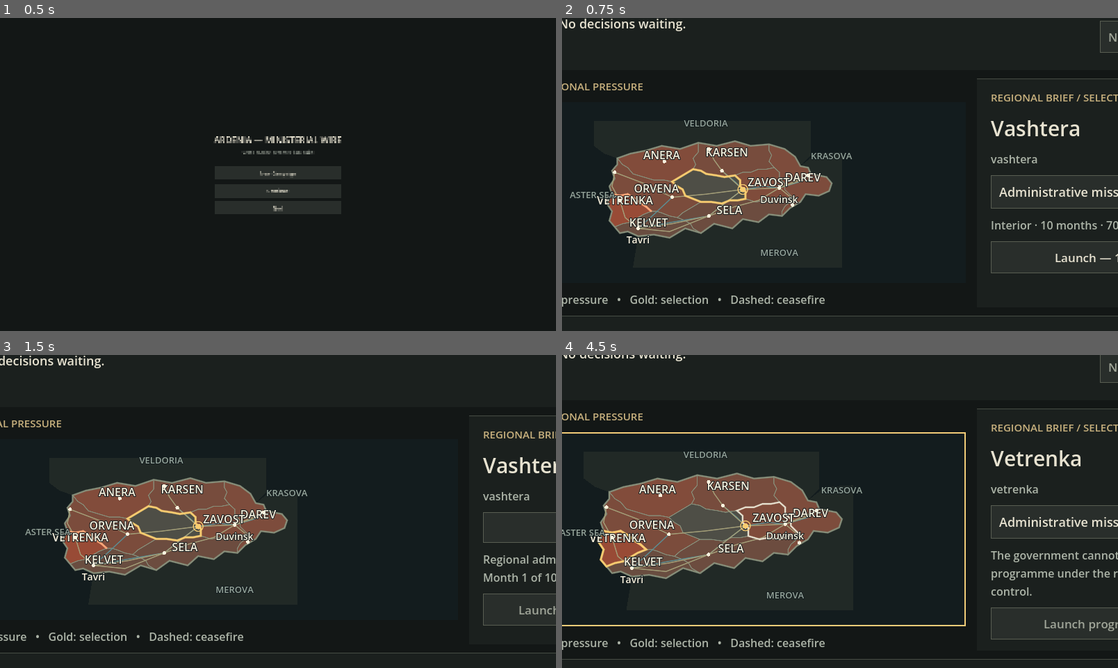
Above: before the commit, frames 1-4 (two rows, left to right).
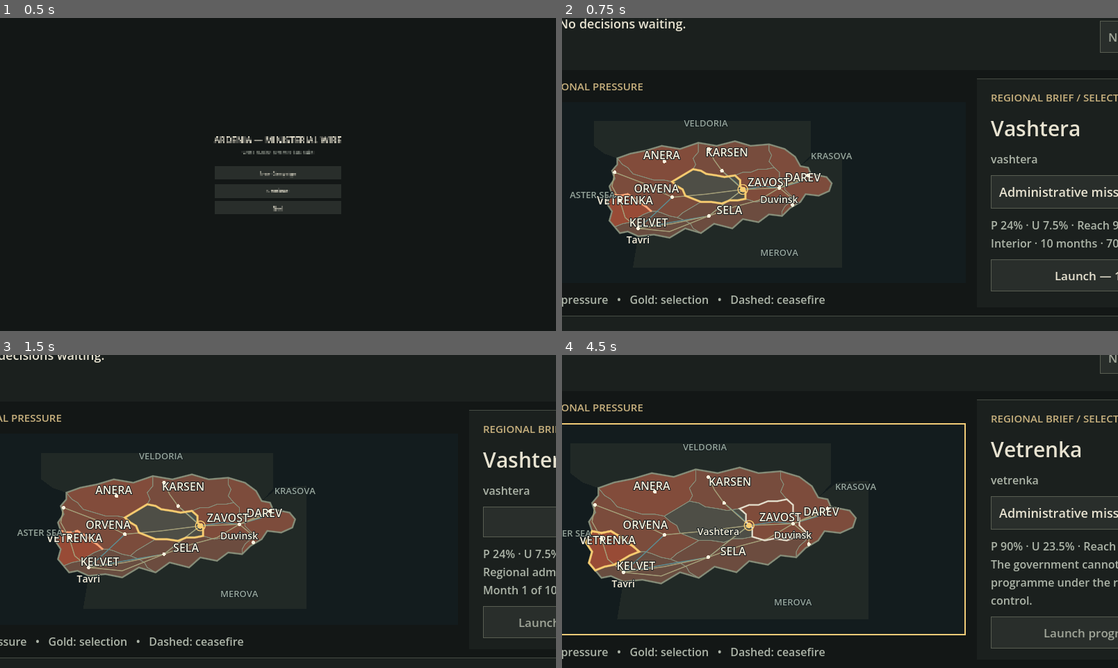
Above: after the commit, the same moments.

Repository: RatiOni/Political-Sim-Game
Game: Godot game, scene res://scenes/menu.tscn
Two runs of this game, one before a commit and one after it. Both use one fixed random seed, a clock stepped at 60 frames per second and the inputs below.
Inputs (mouse positions are in pixels of both pictures, inside the frame that each line leads up to):
- Up to frame 1 (0.5 s): no input
- Up to frame 2 (0.75 s): click "New Campaign" at 0.5 s
- Up to frame 3 (1.5 s): click "Launch — 10 PC" at 1.25 s
- Up to frame 4 (4.5 s): tap Enter at 2, 3.5 s; drag from (728, 530) to (895, 442) at 2.02 s; tap Space (pause) at 2.75 s; drag from (728, 527) to (812, 574) at 2.77 s; move the mouse to (895, 442) at 3.52 s; hold Right (ui_right) 3.53-4.25 s; tap 2 (speed_2) at 3.6 s; drag from (812, 574) to (673, 464) at 4.27 s

Frame 1 is identical in both runs. In frame 2, 0.9% of the frame differs, in the area x 77-100%, y 64-88%; in frame 3, 9.1%; in frame 4, 14%, in the area x 0-100%, y 0-98%.

Commit message:
fix(godot): close regional programme review gaps

Diff:
--- a/godot/scripts/app.gd
+++ b/godot/scripts/app.gd
@@ -123,6 +123,13 @@
 func _percent(row: Dictionary, key: String) -> String:
 	return "%.1f%%" % (float(row[key]) * 100.0) if row.has(key) else "—"
 
+func _compact_region_status(region: Dictionary) -> String:
+	return "P %.0f%% · U %.1f%% · Reach %.0f%%" % [
+		float(region.get("pressure", 0.0)) * 100.0,
+		float(region.get("unemployment", 0.0)) * 100.0,
+		float(region.get("state_reach", 0.0)) * 100.0,
+	]
+
 func _lines(rows: Array, empty_text: String) -> String:
 	var lines: Array[String] = []
 	for row in rows:
@@ -151,14 +158,17 @@
 		%RegionBrief.find_child("RegionMetrics").text = "Unemployment    %s\n\nState reach    %s" % [_percent(region, "unemployment"), _percent(region, "state_reach")]
 		var active: Variant = region.get("active_program")
 		if active is Dictionary:
-			%RegionBrief.find_child("ProgrammeStatus").text = "%s\nMonth %d of %d · %.0f M/month" % [active.get("name", "Active programme"), int(active.get("months_active", 0)) + 1, active.get("duration", 0), active.get("monthly_cost", 0.0)]
+			var active_text := "%s\nMonth %d of %d · %.0f M/month" % [active.get("name", "Active programme"), int(active.get("months_active", 0)) + 1, active.get("duration", 0), active.get("monthly_cost", 0.0)]
+			if get_window().size.x < 1500 or get_window().size.y < 850:
+				active_text = "%s\n%s" % [_compact_region_status(region), active_text]
+			%RegionBrief.find_child("ProgrammeStatus").text = active_text
 			break
 		var first_eligible := -1
 		for option in region.get("program_options", []):
 			var index := choice.item_count
 			choice.add_item("%s — %.0f PC" % [option.get("short_name", option.get("name", "Programme")), option.get("pc_cost", 0.0)])
 			choice.set_item_metadata(index, option.get("id", ""))
-			choice.get_popup().set_item_disabled(index, not option.get("eligible", false))
+			choice.get_popup().set_item_tooltip(index, str(option.get("disabled_reason", option.get("body", ""))))
 			if first_eligible < 0 and option.get("eligible", false):
 				first_eligible = index
 		if first_eligible >= 0:
@@ -187,7 +197,10 @@
 				_selected_program_id = program_id
 				_selected_program_option = option
 				var reason := str(option.get("disabled_reason", ""))
-				%RegionBrief.find_child("ProgrammeStatus").text = reason if not reason.is_empty() else "%s · %d months · %.0f M/month" % [option.get("portfolio", ""), option.get("duration", 0), option.get("monthly_cost", 0.0)]
+				var option_text := reason if not reason.is_empty() else "%s · %d months · %.0f M/month" % [option.get("portfolio", ""), option.get("duration", 0), option.get("monthly_cost", 0.0)]
+				if get_window().size.x < 1500 or get_window().size.y < 850:
+					option_text = "%s\n%s" % [_compact_region_status(region), option_text]
+				%RegionBrief.find_child("ProgrammeStatus").text = option_text
 				break
 	_update_program_controls(not snapshot.is_empty() and not _fatal)
 
--- a/godot/scripts/tests/vertical_slice_test.gd
+++ b/godot/scripts/tests/vertical_slice_test.gd
@@ -3,9 +3,8 @@
 # Post-bridge journey test: drives the real menu/app scenes through the real
 # NativeGame autoload (fixed seed 424242 — no FakeBridge, no Python worker)
 # and asserts the same journey: startup, region selection, time advance,
-# save, quit-equivalent state drop, reload restoration. The objective action
-# has no native backend yet, so it must read as disabled-with-a-note, never
-# as a working control and never as an error.
+# save, quit-equivalent state drop, reload restoration, and a real regional
+# programme from launch through monthly delivery and continued post-load work.
 
 const APP_SLOT := "godot_slice"
 const FIXED_SEED := 424242
@@ -171,10 +170,19 @@
 	var choice: OptionButton = brief.find_child("ProgramChoice")
 	var action: Button = brief.find_child("RegionAction")
 	var security_index := -1
+	var customs_index := -1
 	for index in range(choice.item_count):
 		if str(choice.get_item_metadata(index)) == "security_stabilisation":
 			security_index = index
-			break
+		if str(choice.get_item_metadata(index)) == "customs_enforcement":
+			customs_index = index
+	if not _check(customs_index >= 0, "Incompatible programmes remain inspectable"):
+		return
+	choice.select(customs_index)
+	choice.item_selected.emit(customs_index)
+	if not _check(action.disabled and "not available" in brief.find_child("ProgrammeStatus").text,
+			"An ineligible choice shows the engine-supplied reason and cannot launch"):
+		return
 	if not _check(security_index >= 0, "Security stabilisation appears in the engine-supplied programme choices"):
 		return
 	choice.select(security_index)
@@ -202,7 +210,28 @@
 			and str(scene.snapshot["date"]["text"]) == "2 Mar 1993",
 			"Running clock advances one native day"):
 		return
+	play.pressed.emit()
 	print("PASS: pause/speed clock calls advance_day directly")
+	var before_delivery := anera.duplicate(true)
+	var first_month_rolled := false
+	for day in range(32):
+		if native_game.advance_day().get("month_rolled", false):
+			first_month_rolled = true
+			break
+	if not _check(first_month_rolled, "The public daily loop reaches the first programme month"):
+		return
+	scene.apply_snapshot(native_game.snapshot())
+	for region in scene.snapshot["regions"]:
+		if region.get("id") == "anera":
+			anera = region
+			break
+	if not _check(anera["active_program"].get("months_active") == 1
+			and (not is_equal_approx(float(anera["pressure"]), float(before_delivery["pressure"]))
+				or not is_equal_approx(float(anera["unemployment"]), float(before_delivery["unemployment"]))
+				or not is_equal_approx(float(anera["state_reach"]), float(before_delivery["state_reach"]))),
+			"The real scene shows one delivered month and a changed regional metric"):
+		return
+	print("PASS: programme delivery is visible through the real scene snapshot")
 	var save_event := InputEventAction.new()
 	save_event.action = "save"
 	save_event.pressed = true
@@ -210,26 +239,58 @@
 	if not _check(FileAccess.file_exists("user://saves/%s.json" % APP_SLOT),
 			"Save shortcut writes the named slot"):
 		return
-	scene._process(2.0)
-	if not _check(scene.snapshot["date"]["day_index"] == 2, "Campaign advances after save"):
+	var saved_date: Dictionary = scene.snapshot["date"].duplicate(true)
+	var second_month_rolled := false
+	for day in range(32):
+		if native_game.advance_day().get("month_rolled", false):
+			second_month_rolled = true
+			break
+	if not _check(second_month_rolled, "Campaign reaches another monthly pulse after save"):
+		return
+	scene.apply_snapshot(native_game.snapshot())
+	for region in scene.snapshot["regions"]:
+		if region.get("id") == "anera":
+			anera = region
+			break
+	if not _check(anera["active_program"].get("months_active") == 2,
+			"Programme reaches month two after save"):
 		return
 	var load_event := InputEventAction.new()
 	load_event.action = "load"
 	load_event.pressed = true
 	scene._unhandled_key_input(load_event)
-	if not _check(scene.snapshot["date"]["day_index"] == 1
-			and str(scene.snapshot["date"]["text"]) == "2 Mar 1993",
-			"Named-slot load restores the saved day"):
-		return
-	print("PASS: save shortcut, clock advance, and load restoration through NativeGame")
+	for region in scene.snapshot["regions"]:
+		if region.get("id") == "anera":
+			anera = region
+			break
+	if not _check(scene.snapshot["date"] == saved_date
+			and anera["active_program"].get("months_active") == 1,
+			"Named-slot load restores the saved programme month"):
+		return
+	for day in range(32):
+		if native_game.advance_day().get("month_rolled", false):
+			break
+	scene.apply_snapshot(native_game.snapshot())
+	for region in scene.snapshot["regions"]:
+		if region.get("id") == "anera":
+			anera = region
+			break
+	if not _check(anera["active_program"].get("months_active") == 2,
+			"Programme delivery continues after reload"):
+		return
+	print("PASS: save, load, and continued programme delivery through NativeGame")
 	# Quit-equivalent: drop the displayed state entirely, then reload from
 	# disk — the relaunch restores the saved campaign, not a blank screen.
 	scene.apply_snapshot({})
 	if not _check(brief.find_child("PressureValue").text == "—" and scene.find_child("NextDecision").disabled and map.regions.is_empty(), "Missing data clears stale values and decisions"):
 		return
 	scene._do_load()
-	if not _check(scene.snapshot["date"]["day_index"] == 1
-			and str(scene.snapshot["date"]["text"]) == "2 Mar 1993"
+	for region in scene.snapshot["regions"]:
+		if region.get("id") == "anera":
+			anera = region
+			break
+	if not _check(scene.snapshot["date"] == saved_date
+			and anera["active_program"].get("months_active") == 1
 			and brief.find_child("RegionId").text == map.selected_id,
 			"Reload after a full state drop restores the saved campaign"):
 		return
--- a/godot/tests/native/test_native_game.gd
+++ b/godot/tests/native/test_native_game.gd
@@ -40,6 +40,13 @@
 		var path := _slot_path(slot, suffix)
 		if FileAccess.file_exists(path):
 			DirAccess.remove_absolute(path)
+
+
+static func _region_snapshot(game: Node, region_id: String) -> Dictionary:
+	for region in game.snapshot().get("regions", []):
+		if region.get("id") == region_id:
+			return region
+	return {}
 
 
 func _test_ready_side_effect_free(t) -> void:
@@ -345,6 +352,7 @@
 	t.truth(not duplicate.get("ok", true), "regional action: duplicate is refused")
 	t.equal(emissions.size(), 1, "regional action: failure emits nothing")
 	t.equal(game.snapshot(), before_failure, "regional action: failure is atomic through NativeGame")
+	var before_delivery := _region_snapshot(game, "anera")
 	var rolled := false
 	for day in range(32):
 		var advanced: Dictionary = game.advance_day()
@@ -352,18 +360,23 @@
 			rolled = true
 			break
 	t.truth(rolled, "regional action: advancing reaches the first monthly pulse")
-	t.equal(game._state.regional_programs[0].months_active, 1, "regional action: monthly simulation delivers the first programme month")
+	var delivered := _region_snapshot(game, "anera")
+	t.equal((delivered.get("active_program", {}) as Dictionary).get("months_active"), 1, "regional action: monthly simulation delivers the first programme month")
+	t.truth(not is_equal_approx(float(delivered.get("pressure", 0.0)), float(before_delivery.get("pressure", 0.0)))
+		or not is_equal_approx(float(delivered.get("unemployment", 0.0)), float(before_delivery.get("unemployment", 0.0)))
+		or not is_equal_approx(float(delivered.get("state_reach", 0.0)), float(before_delivery.get("state_reach", 0.0))),
+		"regional action: a delivered month changes a public regional metric")
 	t.truth(game.save(slot).get("ok", false), "regional action: active programme saves")
 	for day in range(32):
 		if game.advance_day().get("month_rolled", false):
 			break
-	t.equal(game._state.regional_programs[0].months_active, 2, "regional action: programme continues after another month")
+	t.equal((_region_snapshot(game, "anera").get("active_program", {}) as Dictionary).get("months_active"), 2, "regional action: programme continues after another month")
 	t.truth(game.load(slot).get("ok", false), "regional action: saved programme reloads")
-	t.equal(game._state.regional_programs[0].months_active, 1, "regional action: load restores the saved delivery month")
+	t.equal((_region_snapshot(game, "anera").get("active_program", {}) as Dictionary).get("months_active"), 1, "regional action: load restores the saved delivery month")
 	for day in range(32):
 		if game.advance_day().get("month_rolled", false):
 			break
-	t.equal(game._state.regional_programs[0].months_active, 2, "regional action: delivery continues after reload")
+	t.equal((_region_snapshot(game, "anera").get("active_program", {}) as Dictionary).get("months_active"), 2, "regional action: delivery continues after reload")
 	_wipe_slot(slot)
 	game.free()
•••••
What you will do: Go through the entries above and report every line in which the word "unemployment" appears.

Solution to this exercise:
+		float(region.get("unemployment", 0.0)) * 100.0,
 		%RegionBrief.find_child("RegionMetrics").text = "Unemployment    %s\n\nState reach    %s" % [_percent(region, "unemployment"), _percent(region, "state_reach")]
+				or not is_equal_approx(float(anera["unemployment"]), float(before_delivery["unemployment"]))
+		or not is_equal_approx(float(delivered.get("unemployment", 0.0)), float(before_delivery.get("unemployment", 0.0)))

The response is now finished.